La chapelle des Âmes-du-Purgatoire révélée

Les Âmes-du-Purgatoire ont retrouvé leur splendeur en 2020. Une vaste restauration a été entreprise pour redonner à ces œuvres leur couleur d'origine. Auparavant, les peintures apparaissaient délavées sur la partie inférieure. Aujourd'hui, on peut de nouveau admirer tous les détails du peintre François-Joseph Heim (1787-1865).

La chapelle de la Vierge sous les échafaudages

Les échafaudages, on les voit sans les voir. Sans eux pourtant, le chantier n'existe pas. Ils représentent aussi un coût important lors des restaurations. Ici, il faut compter 400 000 € pour la location, ce qui inclut le montage et le démontage.
Dans le cas de la chapelle de la Vierge, l'échafaudage s'étend sur 11 étages pour atteindre le plafond de la coupole. Il a fallu le placer au plus près des éléments à restaurer, mais sans les abîmer.
Dans cette chapelle aussi, les décors sculptés ont été réalisés par les frères Slodtz. S'ils font penser au château de Versailles, ce n'est pas un hasard : ces artistes étaient aussi à l'œuvre pour les décors de fête à Versailles. À l'époque, une loterie avait été organisée pour financer la décoration de la chapelle.
Une épaisse couche de crasse recouvre aujourd'hui les angelots et autres sculptures à base de carton et de colle. Entre la poussière qui s'accumule et la fumée des bougies, c'est malheureusement inévitable.

Le plafond de la coupole abîmé par un incendie

En 1762, un incendie se déclare dans la chapelle. La coupole est très endommagée et les peintures réalisées par François Lemoyne (1688-1737) à partir de 1724 sont recouvertes par la suie et partiellement brûlées. Inspiré par l'Italie, il a utilisé la technique de la fresque pour cette coupole.
Pour ce faire, il a utilisé de l'enduit frais dans lequel il a gravé les motifs. Il les a ensuite mis en couleurs avec un liant à base de chaux, rendant l'œuvre inaltérable. Cette technique est difficile à réaliser à Paris à cause du taux d'humidité qui perturbe le temps de séchage.
Après l'incendie, on fait alors appel au peintre Antoine-François Callet (1741-1823) pour redécorer la coupole. Ce dernier va compléter les parties disparues et ajouter des personnages à la base de la coupole, dont le célèbre curé Languet de Gergy qui est à l’origine de la commande.
La chapelle de la Vierge est restaurée par la Ville de Paris, avec le soutien de la Fondation Avenir du Patrimoine à Paris, grâce à la générosité de Monsieur et Madame François Pinault, en mémoire de leur fille, Florence Rogers (1963- 2021).
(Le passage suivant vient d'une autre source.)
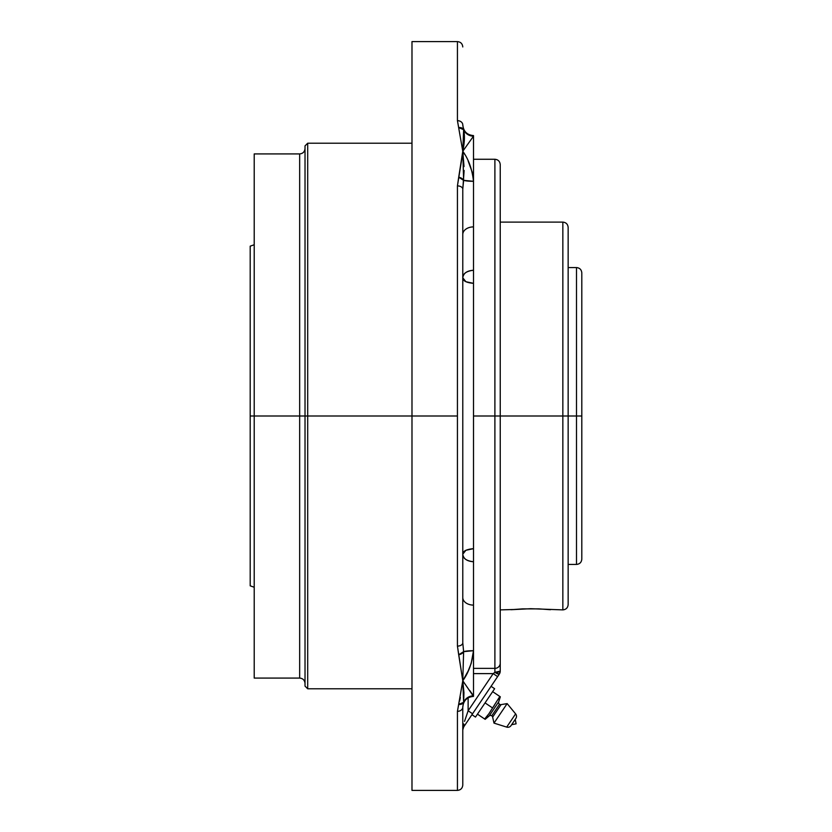 <?xml version="1.0" encoding="UTF-8"?>
<svg xmlns="http://www.w3.org/2000/svg" width="832" height="832" viewBox="0 0 832 832"><rect width="100%" height="100%" fill="white"/><g stroke="black" fill="none" stroke-linecap="round" stroke-linejoin="round"><path stroke-width="1.25" d="M581.807 558.438L581.807 416L581.807 559.125L581.807 416L576.503 416L576.503 564.429L576.503 416L568.152 416L576.503 416L576.503 267.571L568.152 267.571M581.807 559.125C581.485 562.349 579.717 564.117 576.503 564.429L576.503 416L581.807 416L581.807 273.562M581.807 416L581.807 272.875L581.807 416M576.503 416L576.503 267.571L576.503 416M568.152 228.332L568.152 604.583L568.152 416L562.848 416L562.848 609.887L562.848 416L500.24 416L562.848 416L562.848 222.113C566.072 222.435 567.84 224.203 568.152 227.417L568.152 228.332L568.152 227.417M500.24 609.887L512.897 609.523M522.506 608.878L510.952 609.71L530.722 608.702L562.848 609.887L562.848 222.113L562.848 416L568.152 416L568.152 603.668M522.538 608.878L538.897 608.878M550.212 609.69L549.526 609.617M538.907 608.878L550.482 609.71M568.152 416L568.152 227.417L568.152 416M254.207 416L250.193 416L250.193 585.832L250.193 416L254.207 416L254.207 678.08L254.207 416L299.666 416L299.666 153.92L299.666 416L254.207 416L254.207 153.92L254.207 416M250.193 246.168L250.193 416L250.193 246.168L254.207 244.754M511.638 724.693L516.1 723.83L515.226 719.378M489.185 715.936L498.701 701.844A2.142 2.142 0 0 0 499.533 704.278L491.764 715.801A2.142 2.142 0 0 0 489.185 715.936A2.142 2.142 0 0 1 492.648 717.111L493.99 723.112L507.146 703.602L501.082 704.61A2.142 2.142 0 0 1 498.701 701.844L500.334 696.821L499.834 696.488L488.946 713.7L484.65 718.994L485.15 719.326L489.185 715.936L498.701 701.844L500.334 696.821M515.642 718.754L511.046 725.587A3.848 3.848 0 0 1 506.698 727.106L493.99 723.112L492.648 717.111L501.082 704.61L492.648 717.111A2.142 2.142 0 0 0 491.764 715.801L499.533 704.278A2.142 2.142 0 0 0 501.082 704.61L507.146 703.602L493.99 723.112L506.698 727.106L515.611 713.887L507.146 703.602L515.611 713.887L506.698 727.106A3.848 3.848 0 0 0 511.046 725.587L515.83 718.484A3.848 3.848 0 0 0 515.611 713.887A3.848 3.848 0 0 1 515.83 718.484L515.83 718.484M494.385 705.318L490.714 710.798M460.366 697.497L460.138 698.693M487.958 715.083L485.014 719.243M477.464 714.147L484.65 718.994L477.464 714.147M485.056 702.894L492.242 707.741L485.056 702.894L475.488 717.08L494.624 688.709L491.078 686.306L494.624 688.709L485.056 702.894M500.198 696.738L492.648 691.642L499.834 696.488L498.295 699.546M471.942 714.688L475.488 717.08L471.942 714.688M462.207 676.135L462.072 675.054M468.146 160.982L472.358 172.609L473.502 181.303L473.502 136.167L462.779 151.258L461.999 157.57L462.779 151.258L457.434 120.661L458.692 127.608L457.434 120.661L457.434 41.6L411.986 41.6L411.986 790.4L457.434 790.4C460.678 790.078 462.457 788.299 462.779 785.054L462.779 707.127A5.346 4.222 180 0 1 457.434 711.339L458.692 704.392L457.434 711.339L457.434 790.4L457.434 711.339L462.779 680.742L457.434 646.1L457.434 416L307.694 416L307.694 688.782L307.694 416L305.022 416L305.022 686.098L305.022 416L299.666 416L299.666 153.92C302.91 153.598 304.699 151.819 305.022 148.574M500.24 664.092L500.24 416L494.894 416L494.894 668.366A5.346 5.262 -0 0 0 500.24 663.104L500.24 164.622C499.918 161.366 498.139 159.588 494.894 159.266L473.502 159.266M473.502 135.793L473.502 416L494.894 416L494.894 159.266L494.894 416L500.24 416M254.207 678.08L299.666 678.08L299.666 416L299.666 678.08L299.666 416L457.434 416L457.434 185.9L461.999 157.57M500.24 665.86L500.24 671.091A5.346 5.346 0 0 1 499.325 674.086L500.24 671.091L494.894 672.36L499.325 674.086L497.619 676.614L499.325 674.086A5.346 1.061 -146 0 1 494.894 672.36L494.894 668.366L494.894 672.36A5.346 1.258 0 0 0 500.24 671.091L500.24 663.104A5.346 5.262 180 0 1 494.894 668.366L473.502 668.366L494.894 668.366L494.894 159.266M464.547 721.386L468.125 710.778L468.125 697.85L468.125 710.778L472.566 713.762L497.619 676.614L463.694 726.918L463.694 723.923L462.779 729.903L463.694 726.918L472.566 713.762L468.125 710.778L493.189 673.618L473.502 673.618L493.189 673.618L468.125 710.778L466.835 714.615M494.894 416L473.502 416L473.502 650.697L471.172 663.489L468.146 671.018L462.779 680.742L464.62 683.55M462.779 636.532L462.779 189.186L464.131 170.477M462.779 785.054L462.779 706.805M464.017 166.556L462.779 151.258C464.641 142.48 464.922 135.283 463.622 129.678A10.722 10.608 0 0 0 473.502 136.167L473.502 135.595C467.012 134.961 463.445 131.414 462.779 124.925L462.779 124.873A5.346 4.222 180 0 0 457.434 120.661A5.346 4.222 0 0 1 462.779 124.873L463.622 129.678C465.816 133.91 469.113 136.074 473.502 136.167L462.779 151.258L464.62 154.294M411.986 41.6L411.986 790.4M411.986 143.218L307.694 143.218L307.694 416L307.694 143.218L305.022 145.902L305.022 416L305.022 145.902M469.737 690.487L473.502 695.833L473.502 650.697L473.502 696.207M473.502 695.833C469.113 695.926 465.816 698.09 463.622 702.322L463.944 692.682L462.779 680.742L473.502 696.405C467.012 697.039 463.445 700.586 462.779 707.075L463.622 702.322A10.722 10.608 180 0 1 473.502 695.833M473.502 637.395L473.502 635.804M494.894 672.36L493.189 673.618L497.619 676.614L493.189 673.618L494.894 672.36M462.842 729.113L463.694 723.923A5.346 3.411 34 0 1 463.694 726.918L463.382 727.428M463.008 728.343L463.694 726.918M473.502 181.303L463.622 180.346A10.722 1.56 180 0 0 473.502 181.303L473.502 226.897A10.722 7.582 0 0 0 462.779 234.478A10.722 7.582 180 0 1 473.502 226.897L473.502 270.244C466.981 270.702 463.414 273.229 462.779 277.815C462.852 273.614 466.43 271.097 473.502 270.244L473.502 283.338C466.43 282.724 462.852 280.883 462.779 277.815L465.91 281.715L473.502 283.338L473.502 548.662L465.91 550.285L462.779 554.185C462.852 551.117 466.43 549.276 473.502 548.662L473.502 561.756C466.43 560.903 462.852 558.386 462.779 554.185C463.414 558.771 466.981 561.298 473.502 561.756L473.502 605.103A10.722 7.582 -0 0 1 462.779 597.522A10.722 7.582 180 0 0 473.502 605.103L473.502 650.697C472.17 662.73 468.593 672.745 462.779 680.742L463.622 651.654L473.502 650.697A10.722 1.56 0 0 0 463.622 651.654L462.779 642.814L462.779 189.186L463.622 180.346L462.779 151.258C468.603 159.255 472.17 169.27 473.502 181.303M473.502 194.605L473.502 196.196M458.702 704.361L459.046 703.258M459.659 700.929L460.127 698.745M457.434 711.339A5.346 4.222 0 0 0 462.779 707.127L463.622 702.322A5.346 4.025 -161.1 0 1 458.692 704.392L457.434 711.339M463.622 702.322L462.779 680.742L458.692 704.392L463.622 702.322M462.779 46.946C462.457 43.701 460.678 41.922 457.434 41.6L457.434 120.661L462.779 151.258L458.692 177.237L463.622 180.346A5.346 3.328 -164.1 0 0 458.692 177.237L457.434 185.9A5.346 3.286 0 0 1 462.779 189.186A5.346 3.286 180 0 0 457.434 185.9L457.434 646.1A5.346 3.286 0 0 0 462.779 642.814A5.346 3.286 180 0 1 457.434 646.1L458.692 654.763A5.346 3.328 -15.9 0 0 463.622 651.654L462.779 642.814M463.622 651.654L458.692 654.763L462.779 680.742L463.622 651.654M462.779 151.258L463.622 129.678L458.692 127.608A5.346 4.025 -18.9 0 1 463.622 129.678L462.779 124.873M576.503 564.429L568.152 564.429M576.503 267.571C579.717 267.883 581.485 269.651 581.807 272.875M562.848 609.887C566.072 609.565 567.84 607.797 568.152 604.583M500.24 222.113L562.848 222.113M254.207 587.246L250.193 585.832M411.986 688.782L307.694 688.782L305.022 686.098M299.666 153.92L254.207 153.92M473.502 135.595C467.012 134.961 463.445 131.414 462.779 124.925M299.666 678.08C302.91 678.402 304.699 680.181 305.022 683.426"/></g></svg>

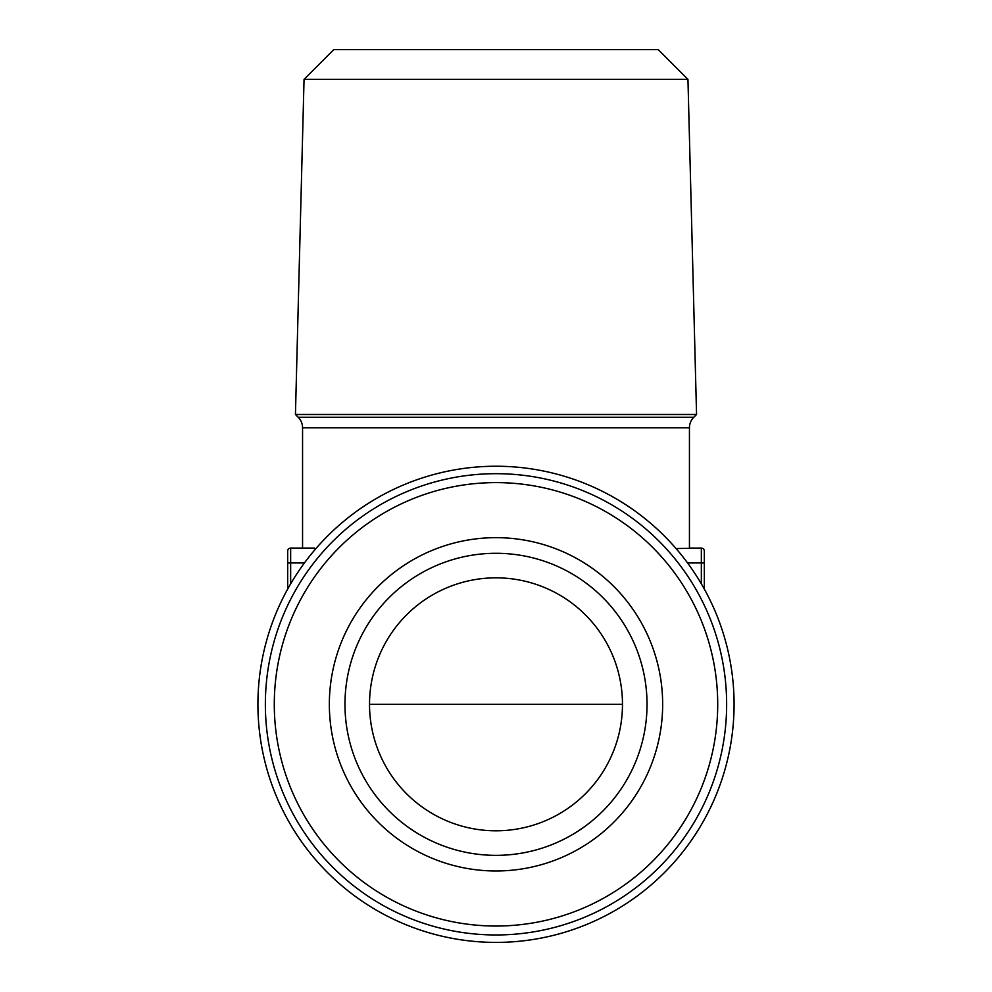 <?xml version="1.0" encoding="UTF-8"?>
<svg xmlns="http://www.w3.org/2000/svg" width="992" height="992" viewBox="0 0 992 992"><rect width="100%" height="100%" fill="white"/><g stroke="black" fill="none" stroke-linecap="round" stroke-linejoin="round"><path stroke-width="1.49" d="M265.36 704.32A230.64 230.64 0 0 1 496 473.68A230.64 230.64 0 0 1 726.64 704.32A230.64 230.64 0 0 1 496 934.96A230.64 230.64 0 0 1 265.36 704.32M274.288 704.32A221.712 221.712 0 0 1 496 482.608A221.712 221.712 0 0 1 717.712 704.32A221.712 221.712 0 0 1 496 926.032A221.712 221.712 0 0 1 274.288 704.32M662.656 704.32A166.656 166.656 0 0 1 496 870.976A166.656 166.656 0 0 1 329.344 704.32A166.656 166.656 0 0 1 496 537.664A166.656 166.656 0 0 1 662.656 704.32M647.032 704.32A151.032 151.032 0 0 1 496 855.352A151.032 151.032 0 0 1 344.968 704.32A151.032 151.032 0 0 1 496 553.288A151.032 151.032 0 0 1 647.032 704.32M369.52 704.32A126.48 126.48 0 0 1 496 577.84A126.48 126.48 0 0 1 622.48 704.32A126.48 126.48 0 0 1 496 830.8A126.48 126.48 0 0 1 369.52 704.32L622.48 704.32M304.048 79.36L333.808 49.6L658.192 49.6L687.952 79.36L696.558 414.482L295.442 414.482L304.048 79.36L687.952 79.36M734.08 704.32A238.08 238.08 0 0 1 496 942.4A238.08 238.08 0 0 1 257.92 704.32A238.08 238.08 0 0 1 496 466.24A238.08 238.08 0 0 1 734.08 704.32M701.344 583.842L701.344 548.08L689.44 548.08L689.44 427.763A14.88 14.88 0 0 1 693.792 417.248L696.558 414.482M314.514 548.08L290.656 548.08L302.56 548.08L302.56 427.763A14.88 14.88 0 0 0 298.208 417.248L295.442 414.482M704.32 551.056L704.32 562.96L704.32 551.056A2.976 2.976 0 0 0 701.344 548.08L676.06 548.564M287.68 551.056L287.68 562.96L287.68 551.056A2.976 2.976 0 0 1 290.656 548.08L290.656 583.842M287.68 589.062L287.68 562.96L304.432 562.96M687.568 562.96L704.32 562.96L704.32 589.062M298.208 417.248L693.792 417.248M689.44 427.763L302.56 427.763"/></g></svg>

La chapelle Saint-Joseph plus éclatante

La restauration de la chapelle Saint-Joseph s’achève. Après les restaurations du vitrail en 2019-2020, de la statue du XVIIIe siècle figurant Saint-Joseph et l’Enfant Jésus début 2022 grâce au mécénat de la Fondation Frédéric de Sainte-Opportune, c'est au tour des décors peints et du mobilier de faire l’objet des soins des conservateurs-restaurateurs. Ces derniers vont redonner éclat et lisibilité à un décor peint qui était encrassé et ponctuellement très altéré.
Sous une voûte ornée de caissons en trompe-l’œil, les peintures murales représentent Le Songe de Saint-Joseph d’un côté et La Mort de Saint-Joseph de l’autre. Le peintre Charles Landelle (1821-1908), qui sollicite l’architecte Victor Baltard (1805-1874) pour l’obtention de cette commande, achève ce grand décor, apogée de sa carrière, en 1875. Cet artiste, ancien élève de Paul Delaroche et d’Ary Scheffer, s’est également illustré dans les églises parisiennes à Saint-Roch (1er), Saint-Germain l’Auxerrois (1er) et Saint-Nicolas-des-Champs (3e).